------ Data records

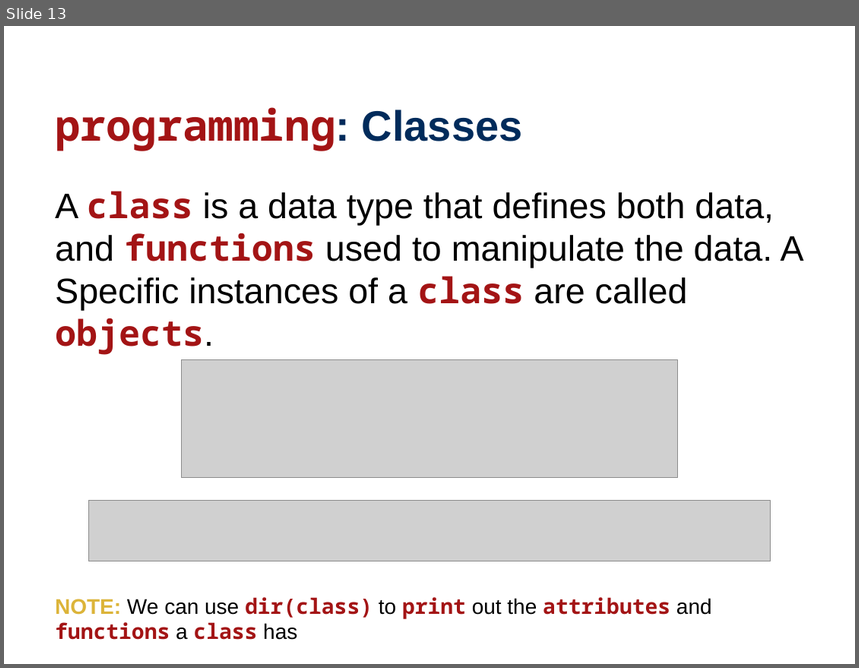
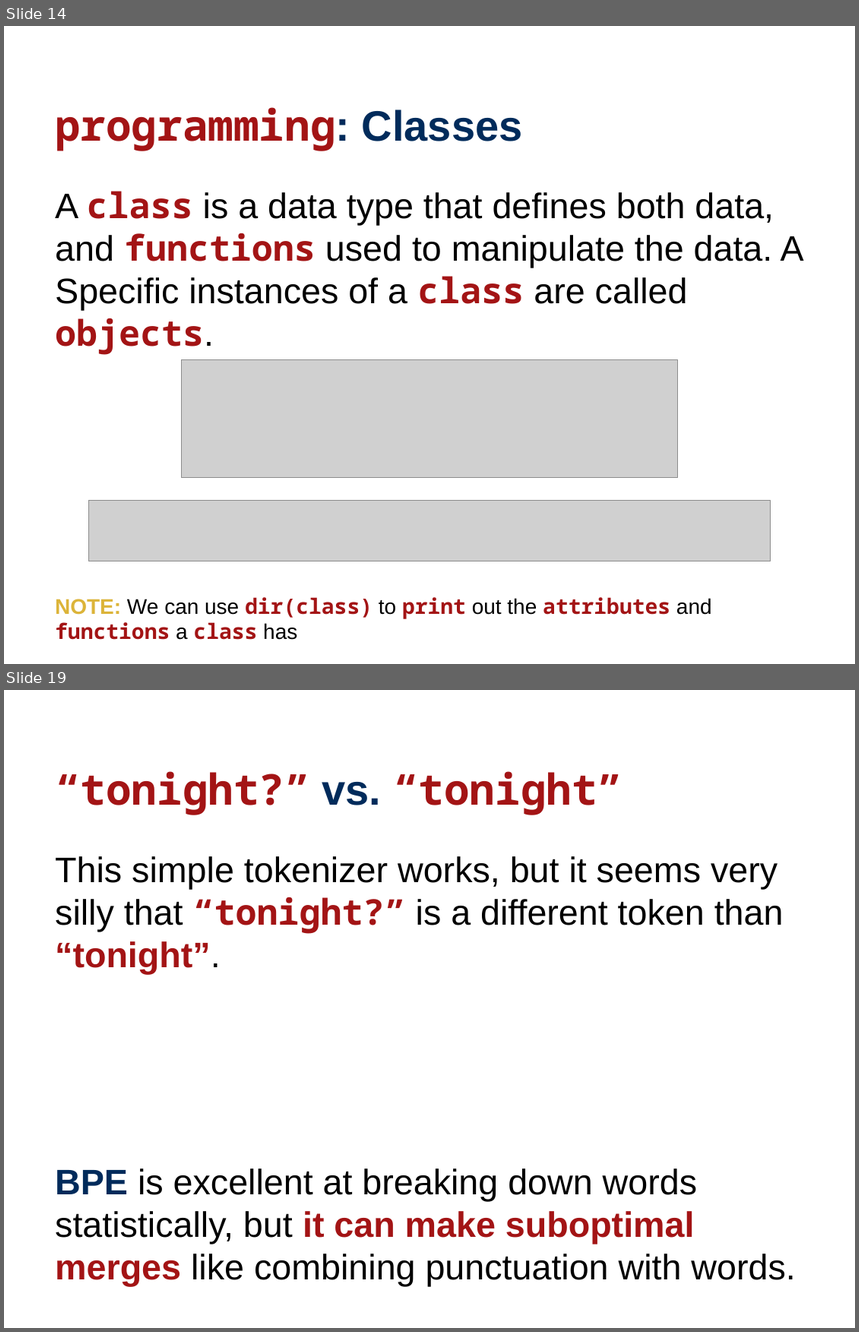
Before and after one commit to wtheisen/nd-cse-10124-lectures, a slide deck: Blank/Lecture_04_ Tokenization.pptx. Shown one above the other, each under a label of ours: slide 13 before the commit, slides 14 and 19 after it; the slides between them are not shown. The pictures are 859x668 and 859x1332 pixels, drawn with LibreOffice and Linux fonts; fonts in the diff are those of the drawing; grey boxes stand for pictures. Boxes give left, top, right and bottom in pixels: in the first picture for what was removed or moved away, otherwise in the second. Text is boxed around its words. In the diff, an @@ line names an element or a change of style, - is before the commit and + after.

Commit message:
working on tokenizer

```diff
--- a/Blank/Lecture_04_ Tokenization.pptx
+++ b/Blank/Lecture_04_ Tokenization.pptx
@@ slide 19 added at (4,690,855,1328), background #FFFFFF @@
@@ title added at (55,771,623,815), 36 pt, text #A31415, bold @@
+“tonight?” vs. “tonight”
@@ text added at (55,856,795,1287), 30 pt, text #000000 @@
+This simple tokenizer works, but it seems very silly that “tonight?” is a different token than “tonight”.
+BPE is excellent at breaking down words statistically, but it can make suboptimal merges like combining punctuation with words.
@@ what was slide 13 is now slide 14 @@
```
Also in this commit, not shown: 8 slides changed, 6 other slides added, 1 slide removed, 2 other files.

------------

[Try it] Only the lines with the string "added" are wanted; pick them out of the records above and copy them.

[Reply to the task]
@@ slide 19 added at (4,690,855,1328), background #FFFFFF @@
@@ title added at (55,771,623,815), 36 pt, text #A31415, bold @@
@@ text added at (55,856,795,1287), 30 pt, text #000000 @@
Also in this commit, not shown: 8 slides changed, 6 other slides added, 1 slide removed, 2 other files.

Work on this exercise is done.